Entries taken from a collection
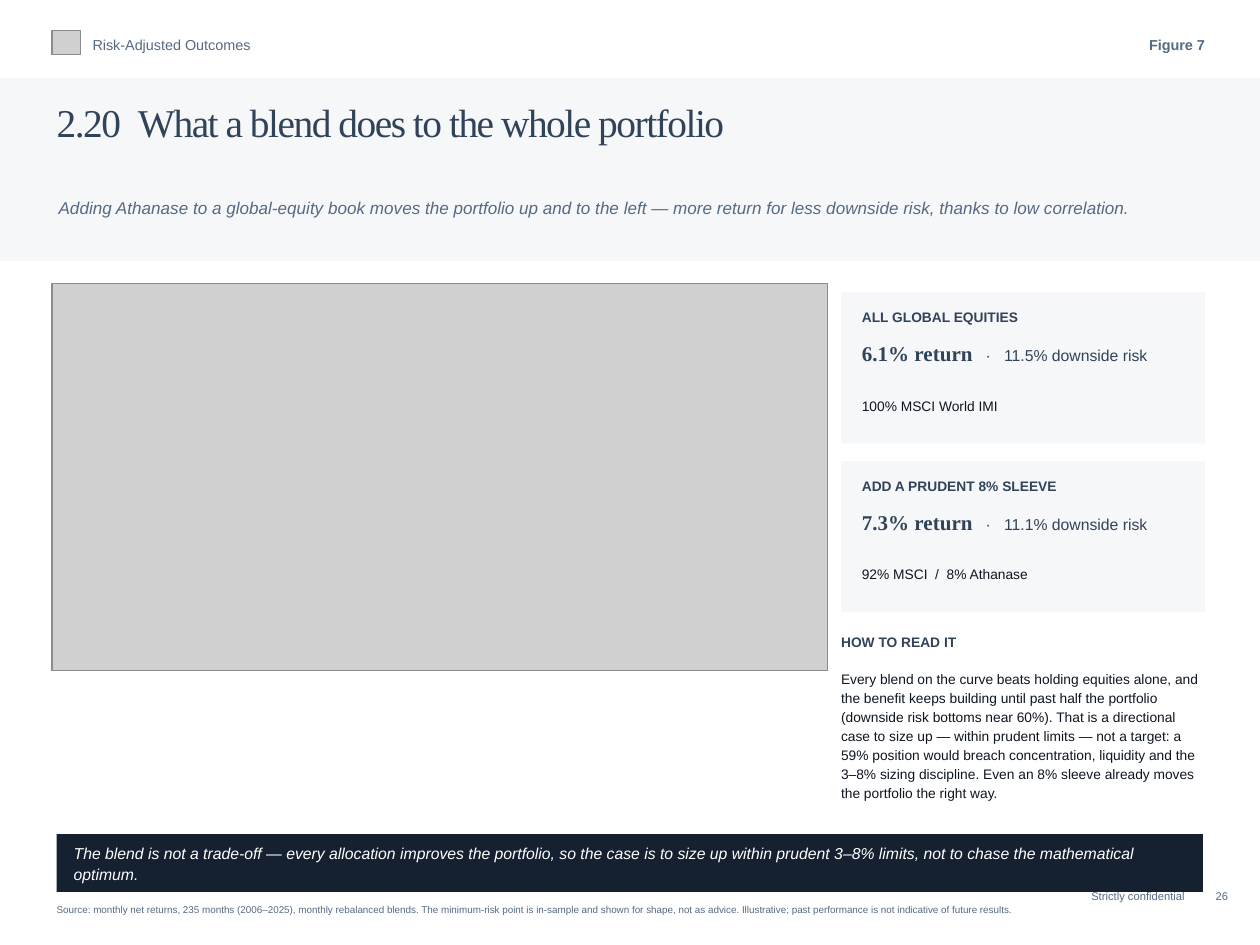
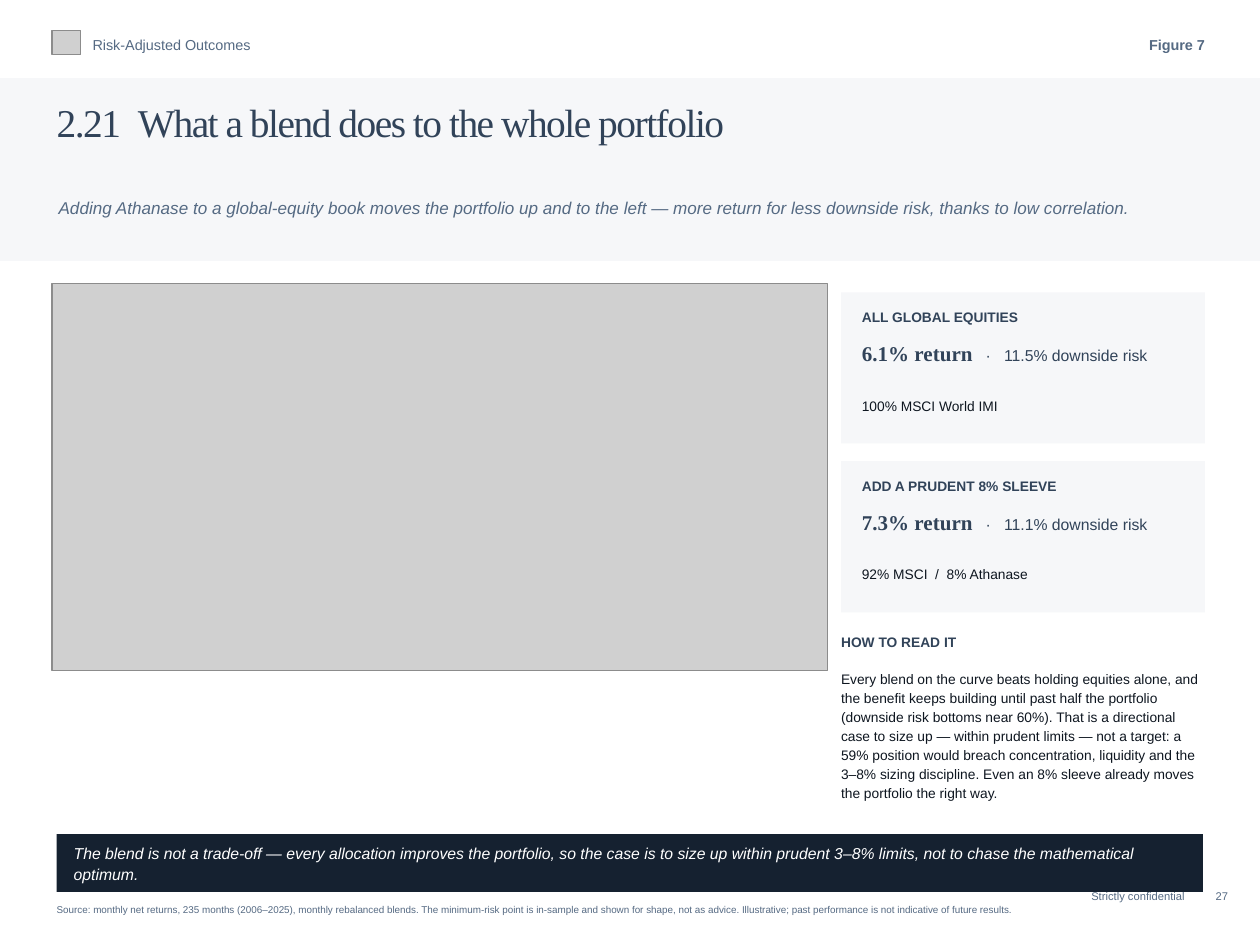
Before and after one commit to charette-lab/Claude, a slide deck: slide 30 of Athanase_Engaged_Ownership_Allocator_Deck.pptx (slide 29 before the commit). Drawn at 1260x945 pixels with LibreOffice and Linux fonts; fonts in the diff are those of the drawing; grey boxes stand for pictures. Boxes give left, top, right and bottom in pixels: in the first picture for what was removed or moved away, otherwise in the second. Text is boxed around its words. In the diff, an @@ line names an element or a change of style, - is before the commit and + after.

```diff
--- a/Athanase_Engaged_Ownership_Allocator_Deck.pptx
+++ b/Athanase_Engaged_Ownership_Allocator_Deck.pptx
@@ text at (x1=57, y1=109, x2=724, y2=145): text changed @@
-2.20 What a blend does to the whole portfolio
+2.21 What a blend does to the whole portfolio
@@ text at (x1=1091, y1=892, x2=1228, y2=903): text changed @@
-Strictly confidential 26
+Strictly confidential 27
```
Also in this commit, not shown: 15 other slides changed, 1 slide added, 1 other file.

■ PROBLEM REQUIREMENTS
Repeat every entry above exactly as written and omit any pictures it holds.

■ SOLUTION
Before and after one commit to charette-lab/Claude, a slide deck: slide 30 of Athanase_Engaged_Ownership_Allocator_Deck.pptx (slide 29 before the commit). Drawn at 1260x945 pixels with LibreOffice and Linux fonts; fonts in the diff are those of the drawing; grey boxes stand for pictures. Boxes give left, top, right and bottom in pixels: in the first picture for what was removed or moved away, otherwise in the second. Text is boxed around its words. In the diff, an @@ line names an element or a change of style, - is before the commit and + after.

```diff
--- a/Athanase_Engaged_Ownership_Allocator_Deck.pptx
+++ b/Athanase_Engaged_Ownership_Allocator_Deck.pptx
@@ text at (x1=57, y1=109, x2=724, y2=145): text changed @@
-2.20 What a blend does to the whole portfolio
+2.21 What a blend does to the whole portfolio
@@ text at (x1=1091, y1=892, x2=1228, y2=903): text changed @@
-Strictly confidential 26
+Strictly confidential 27
```
Also in this commit, not shown: 15 other slides changed, 1 slide added, 1 other file.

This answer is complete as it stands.